_WHAT YOU ARE ASKED TO DO_: Scan the material below for every line with the string "radians", and copy those lines.

_RECORD EXTRACTS_:
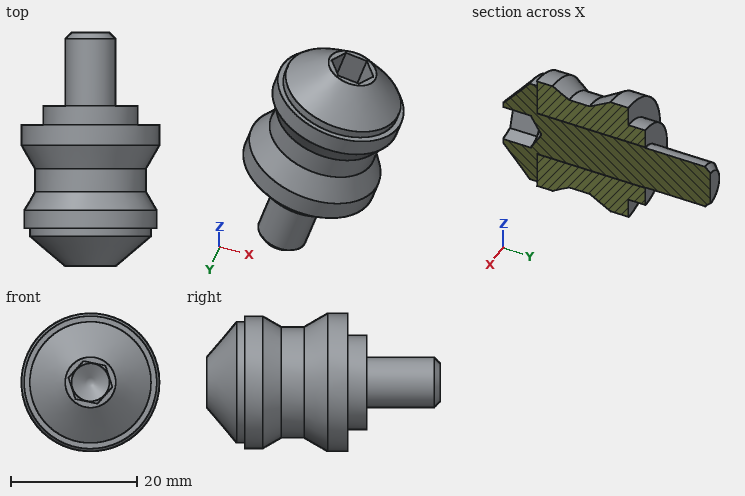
import cadquery as cq
import math


front_flange_diameter = 21.0
rear_flange_diameter = 21.9
neck_diameter = 17.6
collar_diameter = 15.0
front_flange_width = 2.85
neck_width = 3.65
rear_flange_width = 3.2
collar_width = 3.0
flank_angle = 30.0

bolt_length = 37.0
stud_diameter = 8.0
stud_chamfer = 1.0
head_diameter = 19.2
head_length = 6.0
head_rim_width = 1.25
nose_diameter = 8.0

socket_sides = 6
socket_across_flats = 6.15
drill_diameter = 6.0
socket_depth = 5.0
socket_turn = -12.0
drill_point_angle = 118.0


def revolve_about_y(profile):
    """Turn a closed (radius, Y) outline fully about the Y axis."""
    return cq.Workplane("XY").polyline(profile).close().revolve(360, (0, 0, 0), (0, 1, 0))


def flank_width(flange_diameter):
    """Axial width of the cone between a flange and the neck."""
    return (flange_diameter - neck_diameter) / 2 / math.tan(math.radians(flank_angle))


def make_sleeve():
    """Spool with two unequal flanges and a rear collar, seated against the bolt head."""
    bore_radius = stud_diameter / 2
    front_radius = front_flange_diameter / 2
    rear_radius = rear_flange_diameter / 2
    neck_radius = neck_diameter / 2
    collar_radius = collar_diameter / 2

    front_flange_end = head_length + front_flange_width
    neck_start = front_flange_end + flank_width(front_flange_diameter)
    neck_end = neck_start + neck_width
    rear_flange_start = neck_end + flank_width(rear_flange_diameter)
    rear_flange_end = rear_flange_start + rear_flange_width
    collar_end = rear_flange_end + collar_width

    return revolve_about_y([
        (bore_radius, head_length),
        (front_radius, head_length),
        (front_radius, front_flange_end),
        (neck_radius, neck_start),
        (neck_radius, neck_end),
        (rear_radius, rear_flange_start),
        (rear_radius, rear_flange_end),
        (collar_radius, rear_flange_end),
        (collar_radius, collar_end),
        (bore_radius, collar_end),
    ])


def make_socket_cutter():
    """Hexagonal prism with a conical drill point at its inner end."""
    corner_diameter = socket_across_flats / math.cos(math.pi / socket_sides)
    drill_radius = drill_diameter / 2
    drill_tip_depth = drill_radius / math.tan(math.radians(drill_point_angle / 2))

    hexagon = (
        cq.Workplane("XZ")
        .polygon(socket_sides, corner_diameter)
        .extrude(-socket_depth)
        .rotate((0, 0, 0), (0, 1, 0), -socket_turn)
    )
    drill_point = revolve_about_y([
        (0, socket_depth),
        (drill_radius, socket_depth),
        (0, socket_depth + drill_tip_depth),
    ])
    return hexagon.union(drill_point)


def make_bolt():
    """Cone-headed bolt with a chamfered stud and a hexagon socket."""
    nose_radius = nose_diameter / 2
    head_radius = head_diameter / 2
    stud_radius = stud_diameter / 2

    body = revolve_about_y([
        (0, 0),
        (nose_radius, 0),
        (head_radius, head_length - head_rim_width),
        (head_radius, head_length),
        (stud_radius, head_length),
        (stud_radius, bolt_length - stud_chamfer),
        (stud_radius - stud_chamfer, bolt_length),
        (0, bolt_length),
    ])
    return body.cut(make_socket_cutter())


sleeve = make_sleeve()
bolt = make_bolt()

result = cq.Compound.makeCompound([sleeve.val(), bolt.val()])

_PROBLEM SOLUTION_:
    return (flange_diameter - neck_diameter) / 2 / math.tan(math.radians(flank_angle))
    drill_tip_depth = drill_radius / math.tan(math.radians(drill_point_angle / 2))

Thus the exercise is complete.